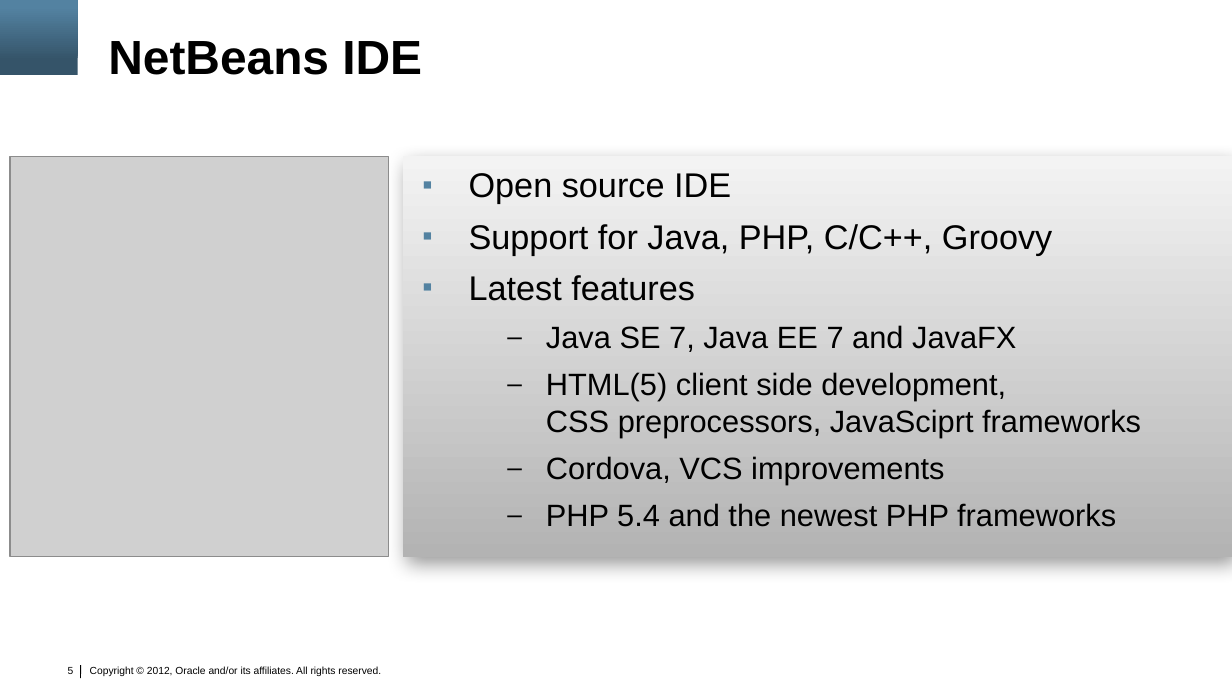
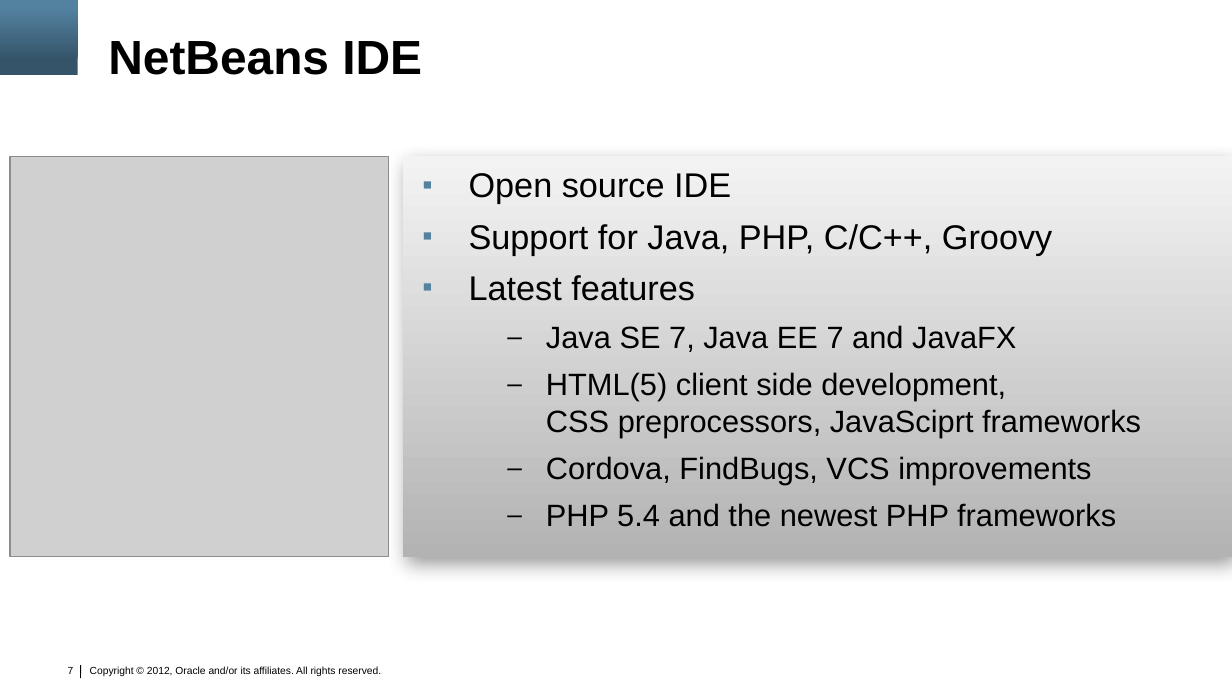
Before and after one commit to marfous/j1demo-pf, a slide deck: slide 7 of con3638.pptx (slide 5 before the commit). Drawn at 1232x693 pixels with LibreOffice and Linux fonts; fonts in the diff are those of the drawing; grey boxes stand for pictures; background and template pictures are left out. Boxes give left, top, right and bottom in pixels: in the first picture for what was removed or moved away, otherwise in the second. Text is boxed around its words. In the diff, an @@ line names an element or a change of style, - is before the commit and + after.

```diff
--- a/con3638.pptx
+++ b/con3638.pptx
@@ text at (546, 456, 1091, 485): text changed @@
-  – Cordova, VCS improvements
+  – Cordova, FindBugs, VCS improvements
@@ page number at (68, 667, 74, 674): text changed @@
-5
+7
```
Also in this commit, not shown: 4 other slides changed, 2 slides added.
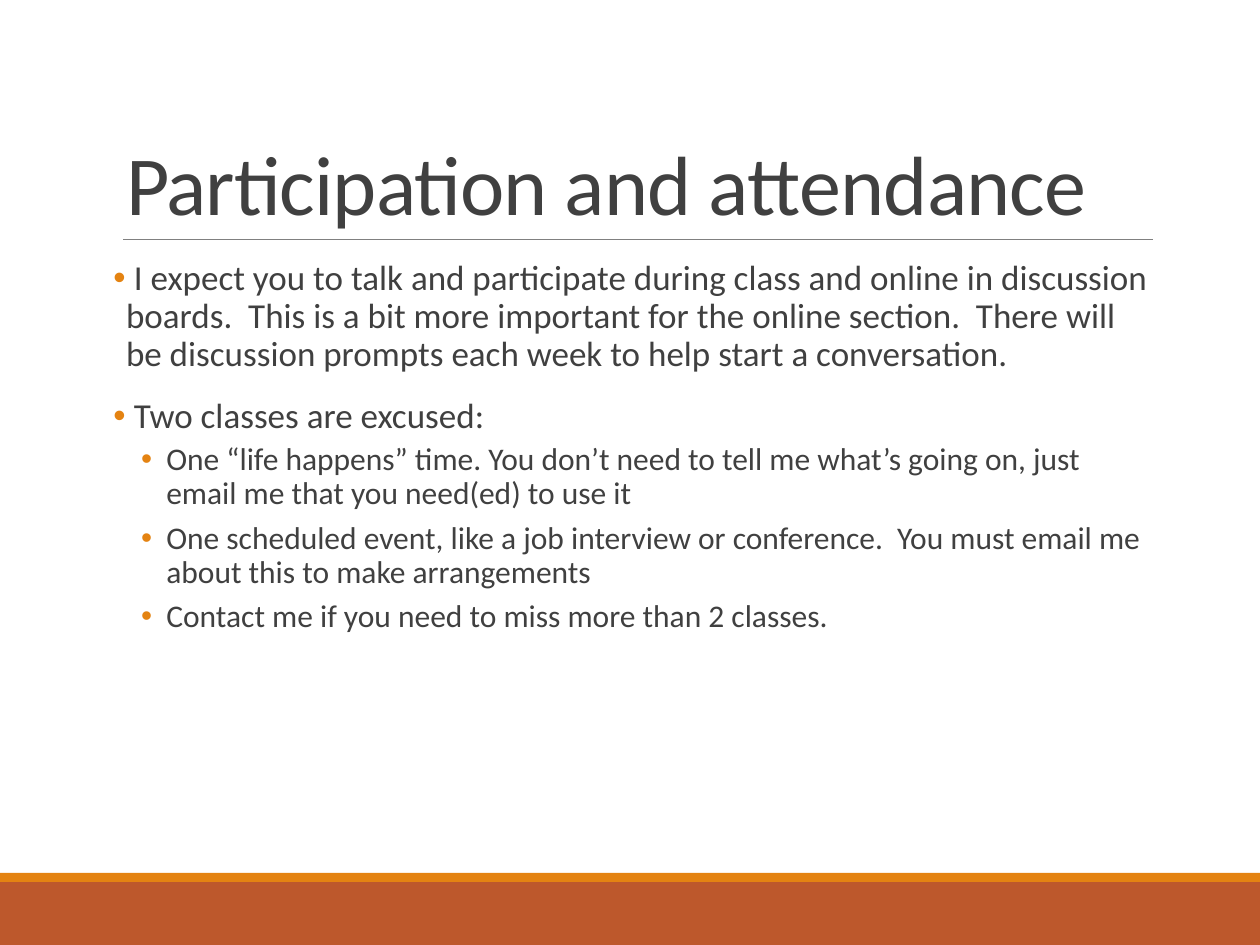
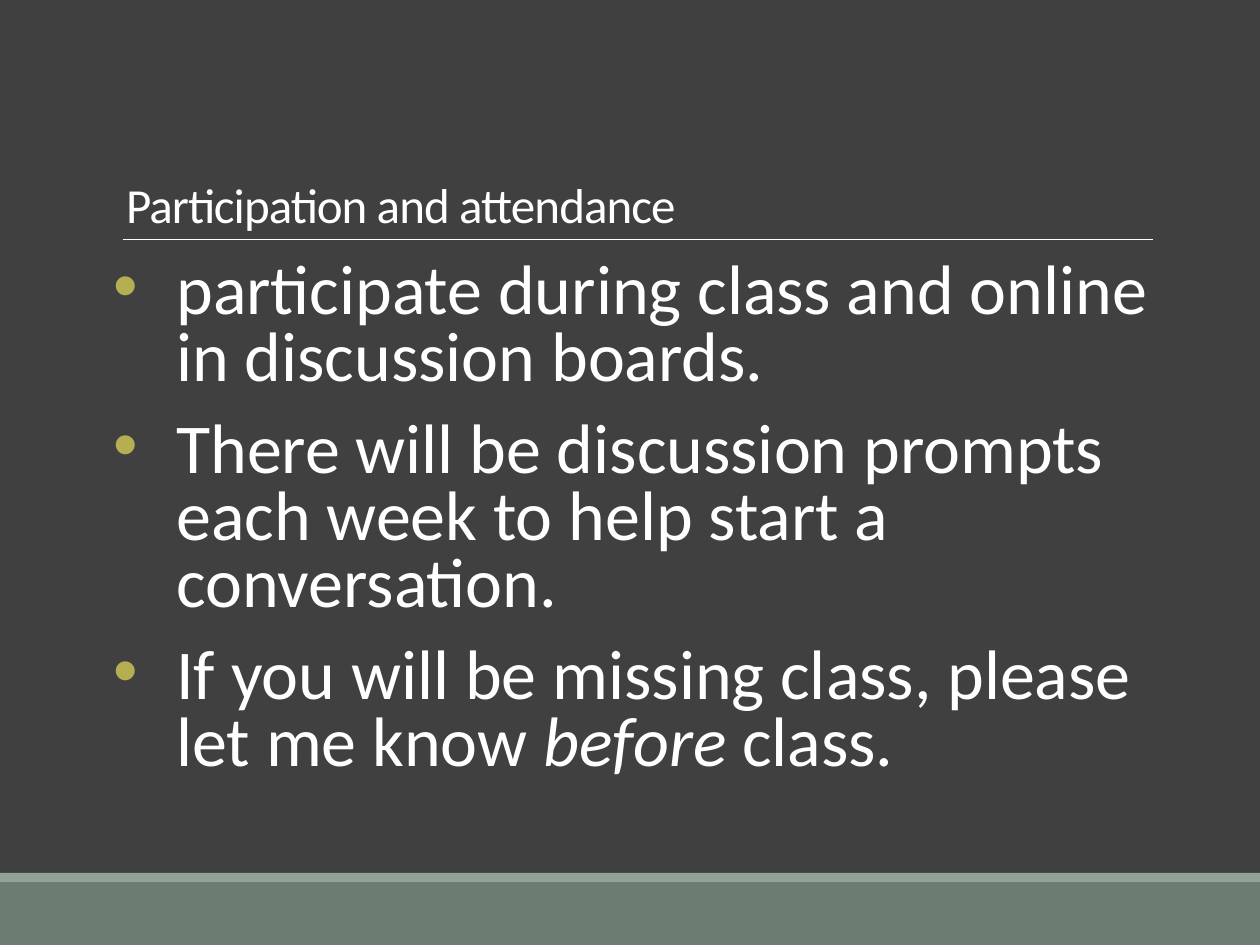
Before and after one commit to elliewix/IS-452-Spring2019, a slide deck: slide 14 of SUMMER2018-Lectures/IS452Fall2017Week01.pptx (slide 12 before the commit). Drawn at 1260x945 pixels with LibreOffice and Linux fonts; fonts in the diff are those of the drawing. Boxes give left, top, right and bottom in pixels: in the first picture for what was removed or moved away, otherwise in the second. Text is boxed around its words. In the diff, an @@ line names an element or a change of style, - is before the commit and + after.

```diff
--- a/SUMMER2018-Lectures/IS452Fall2017Week01.pptx
+++ b/SUMMER2018-Lectures/IS452Fall2017Week01.pptx
@@ background #FFFFFF to #404040 @@
@@ title "Participation and attendance" at (126, 189, 676, 231): size 48 to 28 pt, text colour #404040 to #FFFFFF @@
@@ line (123, 239) - (1153, 239): stroke #808080 0.5 pt to #FFFFFF 0.5 pt @@
@@ text at (176, 265, 1147, 774): text changed; size 18 to 40 pt; text colour #404040 to #FFFFFF @@
-• I expect you to talk and participate during class and online in discussion boards. This is a bit more important for the online section. There will be discussion prompts each week to help start a conversation.
-• Two classes are excused:
-  • One “life happens” time. You don’t need to tell me what’s going on, just email me that you need(ed) to use it
-  • One scheduled event, like a job interview or conference. You must email me about this to make arrangements
-  • Contact me if you need to miss more than 2 classes.
+• participate during class and online in discussion boards.
+• There will be discussion prompts each week to help start a conversation.
+• If you will be missing class, please let me know before class.
@@ rectangle at (0, 882, 1260, 945): fill #BD582C to #6B7D72 @@
@@ rectangle at (0, 873, 1260, 882): fill #E48312 to #93A299 @@
```
Also in this commit, not shown: 41 other slides changed, 2 slides added, 1 other file.
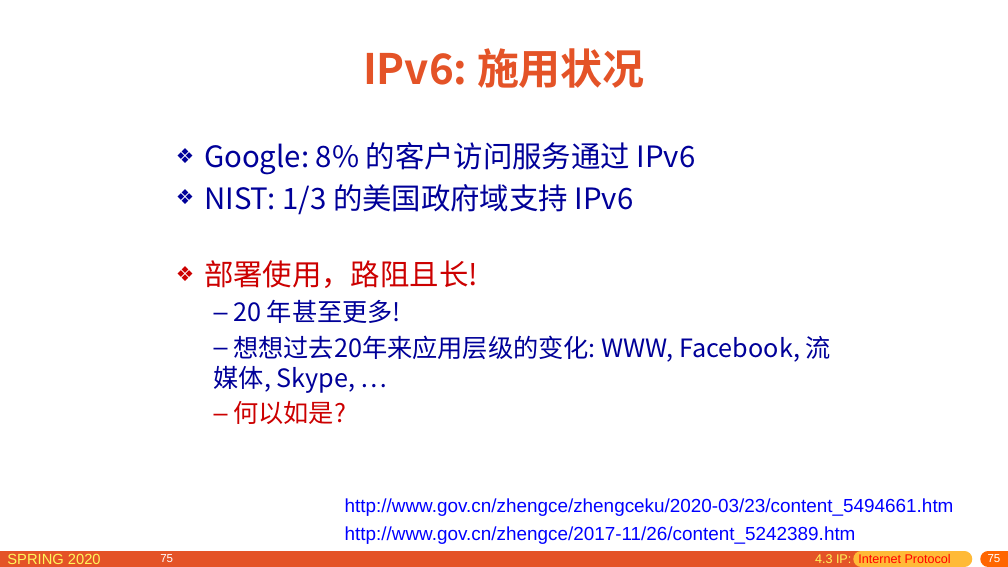
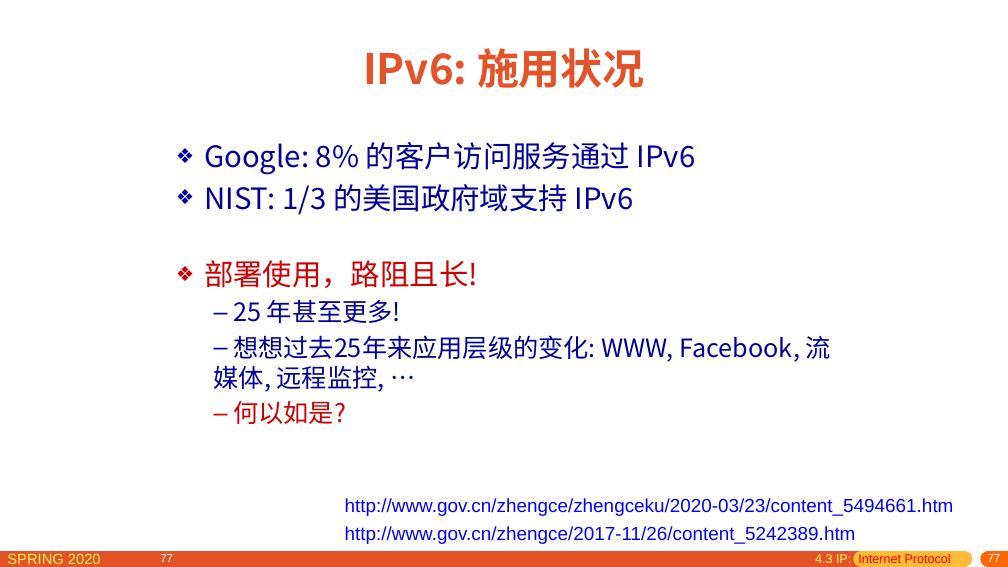
Before and after one commit to network-distributed/presentations, a slide deck: slide 77 of chapter4_cn.pptx (slide 75 before the commit). Drawn at 1008x567 pixels with LibreOffice and Linux fonts; fonts in the diff are those of the drawing. Boxes give left, top, right and bottom in pixels: in the first picture for what was removed or moved away, otherwise in the second. Text is boxed around its words. In the diff, an @@ line names an element or a change of style, - is before the commit and + after.

```diff
--- a/chapter4_cn.pptx
+++ b/chapter4_cn.pptx
@@ text at box(214, 299, 831, 392): text changed @@
-  – 20 年甚至更多!
-  – 想想过去20年来应用层级的变化: WWW, Facebook, 流媒体, Skype, …
+  – 25 年甚至更多!
+  – 想想过去25年来应用层级的变化: WWW, Facebook, 流媒体, 远程监控, …
@@ page number at box(160, 554, 173, 562): text changed @@
-75
+77
@@ page number at box(988, 554, 1001, 562): text changed @@
-75
+77
```
Also in this commit, not shown: 27 other slides changed, 9 slides added, 4 other files.

·····

▶ [Try it]
Output the entries exactly as they appear, with no pictures included.

▶ [Solution to this problem]
Before and after one commit to marfous/j1demo-pf, a slide deck: slide 7 of con3638.pptx (slide 5 before the commit). Drawn at 1232x693 pixels with LibreOffice and Linux fonts; fonts in the diff are those of the drawing; grey boxes stand for pictures; background and template pictures are left out. Boxes give left, top, right and bottom in pixels: in the first picture for what was removed or moved away, otherwise in the second. Text is boxed around its words. In the diff, an @@ line names an element or a change of style, - is before the commit and + after.

```diff
--- a/con3638.pptx
+++ b/con3638.pptx
@@ text at (546, 456, 1091, 485): text changed @@
-  – Cordova, VCS improvements
+  – Cordova, FindBugs, VCS improvements
@@ page number at (68, 667, 74, 674): text changed @@
-5
+7
```
Also in this commit, not shown: 4 other slides changed, 2 slides added.
Before and after one commit to elliewix/IS-452-Spring2019, a slide deck: slide 14 of SUMMER2018-Lectures/IS452Fall2017Week01.pptx (slide 12 before the commit). Drawn at 1260x945 pixels with LibreOffice and Linux fonts; fonts in the diff are those of the drawing. Boxes give left, top, right and bottom in pixels: in the first picture for what was removed or moved away, otherwise in the second. Text is boxed around its words. In the diff, an @@ line names an element or a change of style, - is before the commit and + after.

```diff
--- a/SUMMER2018-Lectures/IS452Fall2017Week01.pptx
+++ b/SUMMER2018-Lectures/IS452Fall2017Week01.pptx
@@ background #FFFFFF to #404040 @@
@@ title "Participation and attendance" at (126, 189, 676, 231): size 48 to 28 pt, text colour #404040 to #FFFFFF @@
@@ line (123, 239) - (1153, 239): stroke #808080 0.5 pt to #FFFFFF 0.5 pt @@
@@ text at (176, 265, 1147, 774): text changed; size 18 to 40 pt; text colour #404040 to #FFFFFF @@
-• I expect you to talk and participate during class and online in discussion boards. This is a bit more important for the online section. There will be discussion prompts each week to help start a conversation.
-• Two classes are excused:
-  • One “life happens” time. You don’t need to tell me what’s going on, just email me that you need(ed) to use it
-  • One scheduled event, like a job interview or conference. You must email me about this to make arrangements
-  • Contact me if you need to miss more than 2 classes.
+• participate during class and online in discussion boards.
+• There will be discussion prompts each week to help start a conversation.
+• If you will be missing class, please let me know before class.
@@ rectangle at (0, 882, 1260, 945): fill #BD582C to #6B7D72 @@
@@ rectangle at (0, 873, 1260, 882): fill #E48312 to #93A299 @@
```
Also in this commit, not shown: 41 other slides changed, 2 slides added, 1 other file.
Before and after one commit to network-distributed/presentations, a slide deck: slide 77 of chapter4_cn.pptx (slide 75 before the commit). Drawn at 1008x567 pixels with LibreOffice and Linux fonts; fonts in the diff are those of the drawing. Boxes give left, top, right and bottom in pixels: in the first picture for what was removed or moved away, otherwise in the second. Text is boxed around its words. In the diff, an @@ line names an element or a change of style, - is before the commit and + after.

```diff
--- a/chapter4_cn.pptx
+++ b/chapter4_cn.pptx
@@ text at box(214, 299, 831, 392): text changed @@
-  – 20 年甚至更多!
-  – 想想过去20年来应用层级的变化: WWW, Facebook, 流媒体, Skype, …
+  – 25 年甚至更多!
+  – 想想过去25年来应用层级的变化: WWW, Facebook, 流媒体, 远程监控, …
@@ page number at box(160, 554, 173, 562): text changed @@
-75
+77
@@ page number at box(988, 554, 1001, 562): text changed @@
-75
+77
```
Also in this commit, not shown: 27 other slides changed, 9 slides added, 4 other files.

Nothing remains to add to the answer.